YOUR OBJECTIVE: Nothing in the records may be altered. Repeat them in full.

(THE INPUT begins)

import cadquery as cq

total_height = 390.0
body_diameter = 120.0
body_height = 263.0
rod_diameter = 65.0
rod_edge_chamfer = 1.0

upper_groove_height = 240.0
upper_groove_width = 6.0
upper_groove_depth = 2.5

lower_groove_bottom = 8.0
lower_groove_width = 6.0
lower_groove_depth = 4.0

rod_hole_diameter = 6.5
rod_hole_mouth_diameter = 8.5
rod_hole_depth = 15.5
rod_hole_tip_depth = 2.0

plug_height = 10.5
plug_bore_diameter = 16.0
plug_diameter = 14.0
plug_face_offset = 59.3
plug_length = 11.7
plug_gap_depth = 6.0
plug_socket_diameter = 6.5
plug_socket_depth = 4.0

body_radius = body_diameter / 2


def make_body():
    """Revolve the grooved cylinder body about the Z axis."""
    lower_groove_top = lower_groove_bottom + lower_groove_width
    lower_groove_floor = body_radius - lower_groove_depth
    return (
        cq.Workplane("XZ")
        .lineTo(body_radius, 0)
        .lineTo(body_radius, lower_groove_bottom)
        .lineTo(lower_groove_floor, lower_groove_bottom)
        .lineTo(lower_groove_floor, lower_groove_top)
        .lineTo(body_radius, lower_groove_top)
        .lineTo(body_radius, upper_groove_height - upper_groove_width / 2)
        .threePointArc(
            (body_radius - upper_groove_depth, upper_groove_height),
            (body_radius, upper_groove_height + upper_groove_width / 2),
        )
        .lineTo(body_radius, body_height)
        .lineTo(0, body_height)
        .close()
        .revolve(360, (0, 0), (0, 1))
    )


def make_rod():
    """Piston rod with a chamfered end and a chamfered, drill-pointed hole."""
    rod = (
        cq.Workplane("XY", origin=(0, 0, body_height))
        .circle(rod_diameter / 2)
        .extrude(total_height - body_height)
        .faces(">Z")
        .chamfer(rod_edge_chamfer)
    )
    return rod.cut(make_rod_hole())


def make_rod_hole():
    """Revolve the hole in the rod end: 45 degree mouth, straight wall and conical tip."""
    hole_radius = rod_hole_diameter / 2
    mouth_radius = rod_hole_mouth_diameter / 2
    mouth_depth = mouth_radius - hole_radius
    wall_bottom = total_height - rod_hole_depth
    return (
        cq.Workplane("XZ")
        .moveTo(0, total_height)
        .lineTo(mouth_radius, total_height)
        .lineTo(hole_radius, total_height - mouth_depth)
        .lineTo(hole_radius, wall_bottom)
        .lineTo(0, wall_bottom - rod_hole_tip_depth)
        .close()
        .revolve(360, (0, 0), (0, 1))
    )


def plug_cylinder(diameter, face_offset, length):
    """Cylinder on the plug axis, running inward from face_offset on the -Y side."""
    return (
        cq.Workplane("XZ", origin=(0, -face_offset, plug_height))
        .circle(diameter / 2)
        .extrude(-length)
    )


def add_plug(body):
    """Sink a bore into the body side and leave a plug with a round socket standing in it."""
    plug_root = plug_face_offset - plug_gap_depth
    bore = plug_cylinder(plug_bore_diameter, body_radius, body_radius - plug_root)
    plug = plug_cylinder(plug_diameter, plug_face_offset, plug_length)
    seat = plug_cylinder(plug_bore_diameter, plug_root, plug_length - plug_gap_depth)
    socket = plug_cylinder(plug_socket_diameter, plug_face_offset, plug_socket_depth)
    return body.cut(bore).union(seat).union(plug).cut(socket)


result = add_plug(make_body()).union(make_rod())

(THE INPUT ends)

REPLY TO THE EXERCISE:
import cadquery as cq

total_height = 390.0
body_diameter = 120.0
body_height = 263.0
rod_diameter = 65.0
rod_edge_chamfer = 1.0

upper_groove_height = 240.0
upper_groove_width = 6.0
upper_groove_depth = 2.5

lower_groove_bottom = 8.0
lower_groove_width = 6.0
lower_groove_depth = 4.0

rod_hole_diameter = 6.5
rod_hole_mouth_diameter = 8.5
rod_hole_depth = 15.5
rod_hole_tip_depth = 2.0

plug_height = 10.5
plug_bore_diameter = 16.0
plug_diameter = 14.0
plug_face_offset = 59.3
plug_length = 11.7
plug_gap_depth = 6.0
plug_socket_diameter = 6.5
plug_socket_depth = 4.0

body_radius = body_diameter / 2


def make_body():
    """Revolve the grooved cylinder body about the Z axis."""
    lower_groove_top = lower_groove_bottom + lower_groove_width
    lower_groove_floor = body_radius - lower_groove_depth
    return (
        cq.Workplane("XZ")
        .lineTo(body_radius, 0)
        .lineTo(body_radius, lower_groove_bottom)
        .lineTo(lower_groove_floor, lower_groove_bottom)
        .lineTo(lower_groove_floor, lower_groove_top)
        .lineTo(body_radius, lower_groove_top)
        .lineTo(body_radius, upper_groove_height - upper_groove_width / 2)
        .threePointArc(
            (body_radius - upper_groove_depth, upper_groove_height),
            (body_radius, upper_groove_height + upper_groove_width / 2),
        )
        .lineTo(body_radius, body_height)
        .lineTo(0, body_height)
        .close()
        .revolve(360, (0, 0), (0, 1))
    )


def make_rod():
    """Piston rod with a chamfered end and a chamfered, drill-pointed hole."""
    rod = (
        cq.Workplane("XY", origin=(0, 0, body_height))
        .circle(rod_diameter / 2)
        .extrude(total_height - body_height)
        .faces(">Z")
        .chamfer(rod_edge_chamfer)
    )
    return rod.cut(make_rod_hole())


def make_rod_hole():
    """Revolve the hole in the rod end: 45 degree mouth, straight wall and conical tip."""
    hole_radius = rod_hole_diameter / 2
    mouth_radius = rod_hole_mouth_diameter / 2
    mouth_depth = mouth_radius - hole_radius
    wall_bottom = total_height - rod_hole_depth
    return (
        cq.Workplane("XZ")
        .moveTo(0, total_height)
        .lineTo(mouth_radius, total_height)
        .lineTo(hole_radius, total_height - mouth_depth)
        .lineTo(hole_radius, wall_bottom)
        .lineTo(0, wall_bottom - rod_hole_tip_depth)
        .close()
        .revolve(360, (0, 0), (0, 1))
    )


def plug_cylinder(diameter, face_offset, length):
    """Cylinder on the plug axis, running inward from face_offset on the -Y side."""
    return (
        cq.Workplane("XZ", origin=(0, -face_offset, plug_height))
        .circle(diameter / 2)
        .extrude(-length)
    )


def add_plug(body):
    """Sink a bore into the body side and leave a plug with a round socket standing in it."""
    plug_root = plug_face_offset - plug_gap_depth
    bore = plug_cylinder(plug_bore_diameter, body_radius, body_radius - plug_root)
    plug = plug_cylinder(plug_diameter, plug_face_offset, plug_length)
    seat = plug_cylinder(plug_bore_diameter, plug_root, plug_length - plug_gap_depth)
    socket = plug_cylinder(plug_socket_diameter, plug_face_offset, plug_socket_depth)
    return body.cut(bore).union(seat).union(plug).cut(socket)


result = add_plug(make_body()).union(make_rod())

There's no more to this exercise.